Deficit in A-grade real estate, economy fingered for REIT underperfomance
Deficit in A-grade real estate compared to similar urbanising environments, coupled with a volatile and on-diversified economy that relies much on crude oil have been fingered for the low investment in Real Estate Investment Trusts (REITs) in Nigeria.
An additional factor responsible for this low investment in REITs is lack of assurance on ambiguous ‘tax pass through’ laws that have not provided comfort to institutional investors, both local and foreign, resulting in a REITs market that has failed to develop to its potential.
Though new reforms hope to address these factors, they have created cycles of boom and bust, which have negatively impacted the real estate sector and investor confidence
A report by Northcourt Real Estate obtained at the weekend notes that despite its existence for more than 10 years, the Nigerian REITs market is underdeveloped with only three established ones, which have a combined market capitalisation of $151 million, or 0.36 percent of the local stock market.
But analysts have predicted a bullish future for the market. At the real estate-focused West African Property Investment (WAPI) Summit, which took place in Nigeria recently, participants were provided with insights into a real estate sector that is set to rebound strongly in 2018.
Foremost real estate analysts, Adeniyi Adeleye, head of real estate finance for West Africa at Stanbic IBTC Capital, and Thomas Mundy, advisory head for Sub-Saharan Africa at Jones Lang LaSale (JLL), raised optimism in REITs in their collaborative white paper on the most underinvested and marginalised markets of the Nigerian stock market.
Adeleye and Mundy provided an analysis of underlying structural weaknesses that have contributed to the historical negative performance of REITs in Nigeria, but hoped that an evolving and reformed REITs market will strengthen and deepen capital markets.
“It will also assist in providing greater transparency and data to a traditionally opaque market, which has resulted in mispricing and undermining confidence in real estate assets”, they assured.
Additional benefits that will follow a reformed REITs market is a greater diversification of portfolios to help break concentration risk and result in increased exposure for Nigeria’s pension funds to the property market.
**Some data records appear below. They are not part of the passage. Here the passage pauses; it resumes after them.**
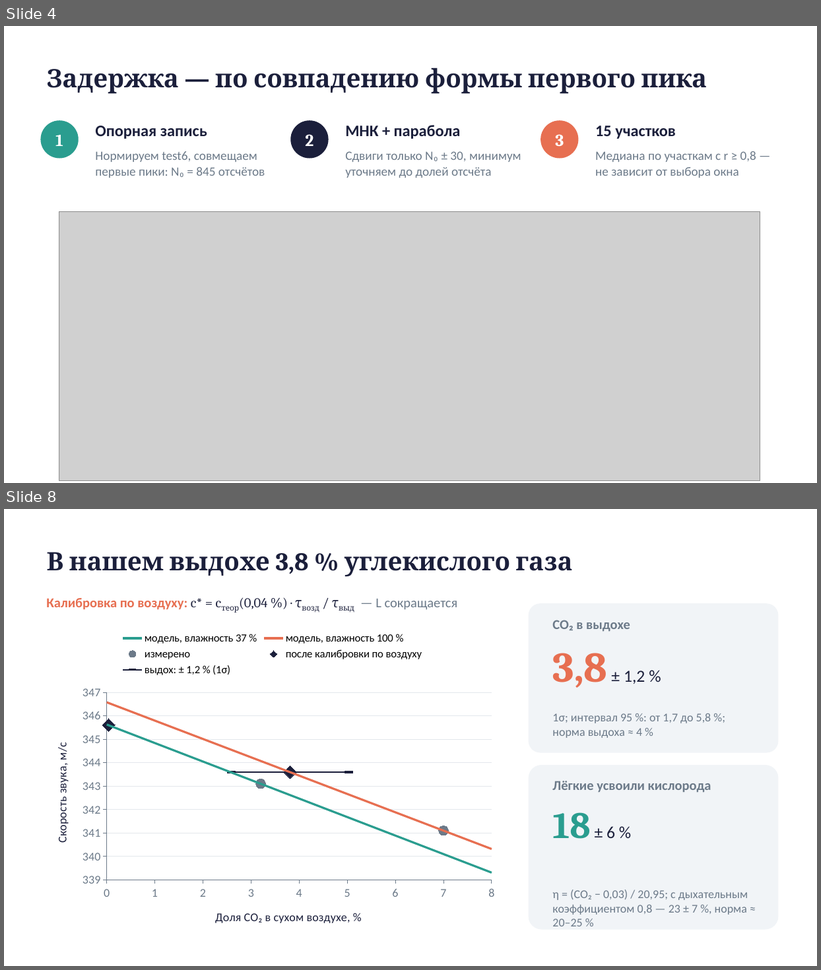
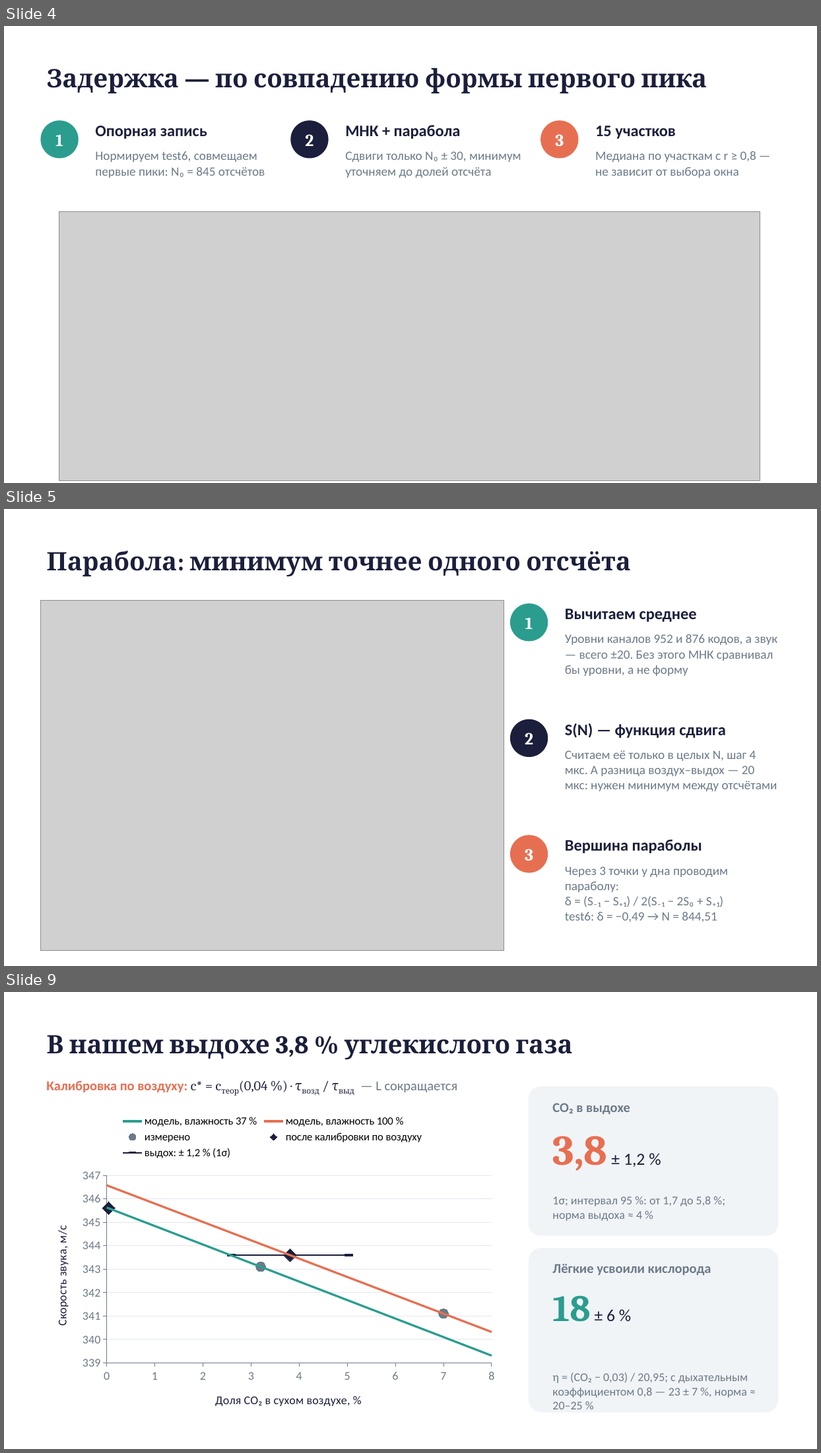
Before and after one commit to Zemiiil/sound-velocity, a slide deck: sound/report/sound-presentation.pptx. Shown one above the other, each under a label of ours: slides 4 and 8 before the commit, slides 4, 5 and 9 after it; the slides between them are not shown. The pictures are 821x970 and 821x1453 pixels, drawn with LibreOffice and Linux fonts; fonts in the diff are those of the drawing; grey boxes stand for pictures. Boxes give left, top, right and bottom in pixels: in the first picture for what was removed or moved away, otherwise in the second. Text is boxed around its words. In the diff, an @@ line names an element or a change of style, - is before the commit and + after.

```diff
--- a/sound/report/sound-presentation.pptx
+++ b/sound/report/sound-presentation.pptx
@@ slide 5 added at [4, 509, 817, 966], background #FFFFFF @@
@@ title added at [47, 551, 631, 577], 30 pt, text #1B1F3B, bold @@
+Парабола: минимум точнее одного отсчёта
@@ picture added at [40, 601, 504, 951] @@
@@ ellipse added at [510, 603, 548, 642], fill #2A9D8F, 20 pt, text #FFFFFF, bold @@
+1
@@ text added at [565, 609, 697, 622], 19 pt, text #1B1F3B, bold @@
+Вычитаем среднее
@@ text added at [565, 634, 778, 676], 15 pt, text #6C7A89 @@
+Уровни каналов 952 и 876 кодов, а звук — всего ±20. Без этого МНК сравнивал бы уровни, а не форму
@@ ellipse added at [510, 720, 548, 757], fill #1B1F3B, 20 pt, text #FFFFFF, bold @@
+2
@@ text added at [565, 723, 725, 738], 19 pt, text #1B1F3B, bold @@
+S(N) — функция сдвига
@@ text added at [565, 751, 778, 791], 15 pt, text #6C7A89 @@
+Считаем её только в целых N, шаг 4 мкс. А разница воздух–выдох — 20 мкс: нужен минимум между отсчётами
@@ ellipse added at [510, 835, 548, 873], fill #E76F51, 20 pt, text #FFFFFF, bold @@
+3
@@ text added at [565, 840, 702, 854], 19 pt, text #1B1F3B, bold @@
+Вершина параболы
@@ text added at [565, 867, 728, 922], 15 pt, text #6C7A89 @@
+Через 3 точки у дна проводим параболу:
+δ = (S₋₁ − S₊₁) / 2(S₋₁ − 2S₀ + S₊₁)
+test6: δ = −0,49 → N = 844,51
@@ what was slide 8 is now slide 9 @@
```
Also in this commit, not shown: 3 slides changed, 7 other files.

Currently, the pension fund exposure is 0.36 percent compared to South Africa’s pension fund exposure to REITs, which stands at 2.6 percent.
Adeleye and Mundy are optimistic that these changes would lead to a vibrant REITs market that will transform the real estate sector and the larger economy, provided that regulatory improvements take place coupled with the sustainable creation of assets to reduce the supply gap in Nigeria.